Hace seis años un hombre llegó a mi casa e intentó entrar a la fuerza. A ese hombre lo había visto junto con sus amigos una vez en mi vida: una hora antes en la parada del camión. Nunca supe quiénes eran, pero sí lo que estaban dispuestos a hacerme. «Siempre creemos que la violencia les sucederá a otras, no a nosotras, y cuando nos acorrala nuestra propia historia de terror, no podemos siquiera abrir la boca para enunciarla», así lo dice Marina Azahua en «La rebelión de las Cassandras», y creo que así fue conmigo.

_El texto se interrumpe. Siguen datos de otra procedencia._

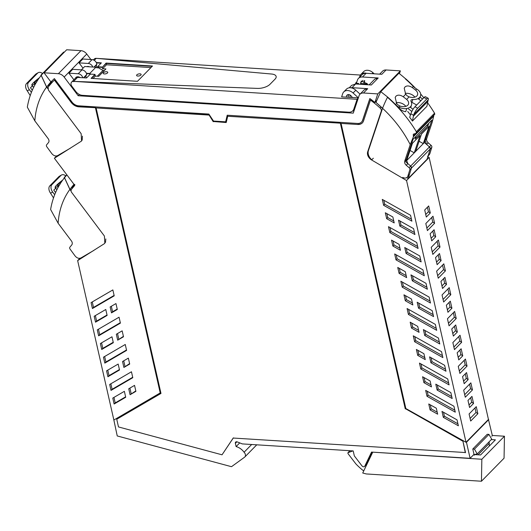 <?xml version="1.0" encoding="UTF-8"?>
<svg xmlns="http://www.w3.org/2000/svg" width="531" height="531" viewBox="0 0 531 531"><rect width="100%" height="100%" fill="white"/><g stroke="black" fill="none" stroke-linecap="round" stroke-linejoin="round"><path stroke-width="0.8" d="M236.906 441.792L235.372 443.352A1.938 1.447 44.5 0 1 235.658 442.104A1.938 1.447 44.5 0 1 237.251 441.898L242.269 443.903L353.201 450.919L354.336 455.903L361.95 465.84A1.938 1.447 44.5 0 0 364.585 466.437A1.938 1.447 44.5 0 0 364.79 466.138L371.547 452.08L470.114 458.313L466.464 442.263L466.019 442.296L406.547 180.52L371.607 159.964L373.326 158.211M368.255 151.216L367.678 151.806A6.777 5.051 -135.5 0 0 371.607 159.964M367.678 151.806L381.265 111.118A2.907 2.164 -135.5 0 0 380.196 108.078A99.981 74.539 -135.5 0 0 370.492 100.107L363.543 120.902A8.914 6.644 -135.5 0 1 362.341 122.9A8.914 6.644 -135.5 0 1 357.755 124.48L341.068 123.424L357.755 124.48M466.019 442.296L405.843 408.531L341.068 123.424M425.67 390.378L453.932 406.242L455.279 412.156L427.017 396.299L425.67 390.378M416.377 349.458L423.917 353.692L425.265 359.613L417.718 355.378L416.377 349.458M429.592 356.872L444.639 365.315L445.98 371.235L430.933 362.792L429.592 356.872M420.817 369.012L419.477 363.098L447.733 378.955L449.08 384.875L420.817 369.012L421.906 367.91L421.003 363.954M422.576 376.744L430.117 380.979L431.464 386.893L423.917 382.659L422.576 376.744M436.681 330.309L408.419 314.445L407.078 308.531L435.34 324.388L436.681 330.309M430.117 409.945L437.663 414.18L436.309 408.22L428.763 403.985L430.117 409.945L431.205 408.837L437.219 412.215M458.372 425.782L457.032 419.868L441.984 411.419L443.325 417.339L458.372 425.782M414.618 341.732L413.277 335.811L441.54 351.675L442.881 357.589L414.618 341.732L415.707 340.623L414.804 336.674M439.781 343.955L424.734 335.506L423.393 329.592L438.44 338.035L439.781 343.955M411.518 328.092L410.178 322.171L417.724 326.406L419.065 332.326L411.518 328.092L412.607 326.99L411.711 323.034M452.18 398.522L450.839 392.601L435.785 384.159L437.132 390.073L452.18 398.522M383.628 205.311L382.28 199.39L410.543 215.254L411.89 221.168L383.628 205.311L384.709 204.203L411.439 219.203M394.208 222.914L392.86 216.993L385.32 212.758L386.661 218.679L394.208 222.914M413.583 228.622L398.529 220.173L399.876 226.093L414.923 234.536L413.583 228.622M389.827 232.591L388.48 226.677L416.742 242.534L418.089 248.455L389.827 232.591L390.909 231.489L417.638 246.49M400.42 250.267L399.08 244.346L391.533 240.112L392.88 246.032L400.42 250.267M419.795 255.975L404.748 247.526L406.089 253.446L421.136 261.889L419.795 255.975M396.02 259.878L394.679 253.957L422.942 269.821L424.282 275.735L396.02 259.878L397.108 258.77L423.838 273.77M406.64 277.62L405.292 271.699L397.746 267.465L399.093 273.385L406.64 277.62M426.008 283.328L410.961 274.885L412.308 280.799L427.355 289.242L426.008 283.328M402.219 287.165L400.878 281.244L429.141 297.101L430.482 303.022L402.219 287.165L403.308 286.056L430.037 301.057M412.852 304.973L411.505 299.053L403.958 294.818L405.306 300.738L412.852 304.973M432.221 310.681L417.174 302.239L418.521 308.153L433.568 316.595L432.221 310.681M447.938 288.937L448.96 293.444L450.826 294.698L449.219 287.636L442.044 294.944L443.644 302.006L450.826 294.698M443.066 299.451L448.96 293.444M442.529 265.135L443.551 269.635L445.416 270.89L443.81 263.827L436.635 271.142L438.241 278.204L445.416 270.89M437.657 275.642L443.551 269.635M437.119 241.326L438.141 245.833L440.007 247.088L438.4 240.025L431.225 247.333L432.831 254.395L440.007 247.088M432.247 251.84L438.141 245.833M431.71 217.524L432.738 222.024L434.597 223.279L432.991 216.217L425.816 223.531L427.422 230.593L434.597 223.279M426.838 228.031L432.738 222.024M369.171 84.847L374.727 79.185L378.198 77.984L371.335 84.987L355.611 83.991L351.628 85.365L349.225 87.814M356.381 83.307L357.449 80.095A7.746 5.775 44.5 0 1 358.505 78.362A7.746 5.775 44.5 0 1 362.487 76.988L378.211 77.984M367.611 84.748L367.286 83.706L361.272 81.07L360.549 84.303M79.398 94.491L78.17 95.733L64.158 77.068A6.777 5.051 -135.5 0 0 58.37 73.703L44.06 72.8L50.784 81.754A1.162 0.87 -135.5 0 0 50.969 81.953A99.994 74.546 -135.5 0 1 51.912 80.971A99.994 74.546 -135.5 0 1 54.381 78.601L71.917 101.965A7.746 5.775 -135.5 0 0 78.535 105.815L208.856 114.059L213.508 121.055L225.642 121.825L227.208 115.22L357.522 123.457A7.746 5.775 -135.5 0 0 361.511 122.084A7.746 5.775 -135.5 0 0 362.56 120.351L369.835 98.554A99.994 74.546 -135.5 0 1 374.899 102.443A1.162 0.87 -135.5 0 0 374.992 102.257L377.78 93.901L363.469 92.998A6.777 5.051 -135.5 0 0 359.985 94.199L364.233 89.872A6.777 5.051 -135.5 0 1 364.558 89.58L367.711 88.67L352 87.675L355.611 83.991M377.78 93.901L400.387 70.875L386.077 69.966L381.816 74.294L366.105 73.305A7.746 5.775 44.5 0 0 362.115 74.679L358.505 78.362M350.062 95.009L349.975 97.379M350.44 87.774L352 87.675M78.17 95.733L353.254 113.136L359.069 95.719A6.777 5.051 -135.5 0 1 359.985 94.199M90.887 59.532L86.765 54.036A6.777 5.051 44.5 0 0 80.977 50.671L66.667 49.768L44.06 72.8M92.786 67.025A4.361 3.252 -135.5 0 0 88.305 63.461L79.033 62.877L83.028 68.194M79.033 62.877L82.823 59.021L92.089 59.605A4.361 3.252 -135.5 0 1 96.801 64.251L94.007 67.105M82.796 77.745A4.361 3.252 -135.5 0 0 78.19 73.763L68.924 73.178L72.707 69.322L81.973 69.906A4.361 3.252 44.5 0 1 86.692 74.552A0.969 0.723 44.5 0 1 86.526 75.05L83.818 77.811M73.882 79.783L68.924 73.178M364.166 80.566L364.054 83.792M379.658 74.161L382.592 71.167A6.777 5.051 44.5 0 1 386.077 69.966M399.445 73.683L400.387 70.875M353.965 111.006L352.657 110.926M96.363 64.901A0.969 0.723 -135.5 0 0 96.801 64.251M89.46 66.813A4.069 3.033 -135.5 0 0 86.792 66.647M80.168 77.579A4.069 3.033 -135.5 0 0 75.88 77.473L75.356 78.283M370.492 100.107L370.671 99.921A99.974 74.532 44.5 0 1 373.705 102.251A1.162 0.87 44.5 0 0 374.886 102.437L375.078 102.257A1.162 0.87 44.5 0 1 374.913 102.417M50.969 81.953L52.556 81.94M51.998 80.878A99.994 74.546 -135.5 0 0 51.149 81.774M225.642 121.825L227.341 115.227M361.598 121.991A7.746 5.775 -135.5 0 0 361.691 121.898A7.746 5.775 -135.5 0 0 362.739 120.165L362.56 120.351M369.934 98.627L362.739 120.165M52.688 81.801A99.994 74.546 44.5 0 1 52.781 81.708A99.994 74.546 44.5 0 1 54.607 79.935L71.34 102.224C73.451 104.886 75.986 106.359 78.946 106.651L95.633 107.707L160.408 392.814L113.866 420.028L77.645 260.608L79.71 258.511M235.372 443.352L236.109 446.584A11.622 8.662 44.5 0 1 244.081 452.239A3.896 2.901 44.5 0 1 244.798 457.012A3.896 2.901 44.5 0 1 244.519 457.251L231.695 466.55A0.777 0.577 44.5 0 1 231.211 466.616L117.238 435.951L113.846 419.955M362.427 122.807A8.914 6.644 44.5 0 1 357.94 124.294M226.266 122.336L213.422 121.526L208.995 114.875L96.118 107.932L160.986 393.438L116.74 419.231L160.966 393.365M340.583 123.199L227.706 116.256L340.583 123.199L405.452 408.704L462.873 440.929L465.514 452.545L233.202 438.048L222.031 454.808L233.381 437.863M491.766 436.256L492.356 435.652L488.447 419.45L466.198 442.111M54.607 79.935L54.427 80.115A99.994 74.546 -135.5 0 0 52.602 81.893A99.994 74.546 -135.5 0 0 52.377 82.119L48.109 87.071L48.414 90.064L81.157 133.686L81.562 141.02L54.388 158.251L56.432 156.174M466.464 442.263L488.712 419.603M470.114 458.313L474.004 454.357L472.789 449.014L487.252 434.278L488.925 434.385L474.455 449.12L472.789 449.014M372.344 452.133L366.39 464.512A1.938 1.447 44.5 0 1 366.184 464.804L364.585 466.437M239.733 442.887L236.109 446.584M251.674 444.5L244.081 452.239M54.427 80.115L71.161 102.41C73.265 105.072 75.8 106.545 78.767 106.837L95.633 107.707M95.454 107.893L160.229 392.993M116.74 419.231L118.493 426.944L222.031 454.808M465.329 452.731L462.873 440.929M462.693 441.108L405.452 408.704M405.266 408.883L340.404 123.384M213.422 121.526L226.219 122.528L227.706 116.256M213.236 121.705L208.995 114.875M208.816 115.061L96.118 107.932M406.547 180.52L429.148 157.488L488.447 419.45M429.148 157.488L427.833 156.711M54.388 158.251L74.771 185.399L71.366 189.434L71.001 190.729A2.914 2.17 -135.5 0 0 71.745 192.527L104.415 236.049L104.813 243.384L77.645 260.608M98.627 335.818L120.404 323.12L119.057 317.206L97.279 329.897L98.627 335.818L99.709 334.709L120.305 322.702M118.174 364.067L106.578 370.83L107.926 376.751L119.521 369.988L118.174 364.067M117.305 309.487L115.957 303.566L110.143 306.958L111.49 312.872L117.305 309.487M95.527 322.178L107.123 315.421L105.775 309.5L94.186 316.264L95.527 322.178L96.615 321.076L107.03 315.002M125.714 397.254L124.367 391.334L112.778 398.091L114.119 404.011L125.714 397.254M135.896 391.334L134.549 385.38L128.734 388.772L130.088 394.725L135.896 391.334M131.456 371.773L109.678 384.471L111.025 390.385L132.796 377.694L131.456 371.773M114.205 295.84L112.857 289.919L91.086 302.617L92.427 308.531L114.205 295.84M123.889 367.439L122.542 361.525L128.356 358.133L129.703 364.054L123.889 367.439L129.604 363.635M104.826 363.104L103.479 357.184L125.256 344.486L126.597 350.407L104.826 363.104L105.908 361.996L126.504 349.989M101.726 349.464L100.386 343.544L111.975 336.787L113.322 342.707L101.726 349.464L102.815 348.356L113.222 342.289M117.69 340.159L123.504 336.767L122.157 330.853L116.342 334.238L117.69 340.159L123.404 336.349M474.309 455.213L474.953 454.417L477.23 453.919L474.455 449.12M489.303 446.067L489.091 441.838M477.23 453.919L491.699 439.183L488.925 434.385M454.835 410.191L428.099 395.19L427.017 396.299M428.099 395.19L427.203 391.241M424.82 357.648L418.806 354.27L417.718 355.378M418.806 354.27L417.904 350.314M445.536 369.271L432.022 361.684L430.933 362.792M432.022 361.684L431.119 357.735M448.635 382.911L421.906 367.91M431.019 384.929L425.006 381.557L423.917 382.659M425.006 381.557L424.103 377.601M436.236 328.344L409.507 313.343L408.419 314.445M409.507 313.343L408.604 309.387M430.296 404.848L431.205 408.837M443.325 417.339L444.414 416.238L457.928 423.818M443.511 412.282L444.414 416.238M442.436 355.624L415.707 340.623M439.336 341.991L425.822 334.404L424.734 335.506M425.822 334.404L424.919 330.448M418.62 330.362L412.607 326.99M451.735 396.557L438.214 388.971L437.132 390.073M438.214 388.971L437.318 385.015M98.461 329.213L99.709 334.709M107.76 370.14L109.008 375.643L119.422 369.569M109.008 375.643L107.926 376.751M111.324 306.268L112.572 311.77L117.205 309.069M112.572 311.77L111.49 312.872M95.361 315.573L96.615 321.076M114.119 404.011L115.207 402.91L125.621 396.836M115.207 402.91L113.953 397.407M130.088 394.725L135.803 390.922M131.17 393.624L129.909 388.081M110.86 383.78L112.107 389.283L132.704 377.275M112.107 389.283L111.025 390.385M92.261 301.927L93.516 307.429L114.105 295.422M93.516 307.429L92.427 308.531M123.723 360.834L124.971 366.337M104.66 356.493L105.908 361.996M101.56 342.86L102.815 348.356M117.524 333.554L118.771 339.05M468.136 401.144L469.583 407.503L473.559 403.447L471.959 396.385L467.977 400.434L468.136 401.144M470.678 397.686L471.701 402.193L473.559 403.447M468.999 404.941L471.701 402.193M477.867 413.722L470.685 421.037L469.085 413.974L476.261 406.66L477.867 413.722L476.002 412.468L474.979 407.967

Ese sábado por la noche Paola y yo salimos a las 7:00 de nuestro primer día de trabajo en un restaurante de mariscos, ubicado en pleno centro histórico de Querétaro. Nuestro destino: ella hacia Menchaca y yo hacia San Pedrito Peñuelas, los lugares donde vivíamos.

Era la primera vez que trabajaba como mesera y estaba emocionada esa mañana cuando salí de mi casa, pero en la noche, un llanto incontrolable me impidió dormir. Lo que pasó esa vez no lo recuerdo mucho, solo veo imágenes rápidas y estruendos que hasta la fecha me ensordecen los recuerdos. Los detalles quedaron registrados en una carpeta de investigación archivada. Mi cuerpo cambió ese día; también la forma de relacionarme con los espacios que he habitado los últimos años. Sabía que la calle nunca había sido nuestra, pero esa noche lo comprendí a profundidad y me llenó de una rabia que la mayoría del tiempo sigue presente.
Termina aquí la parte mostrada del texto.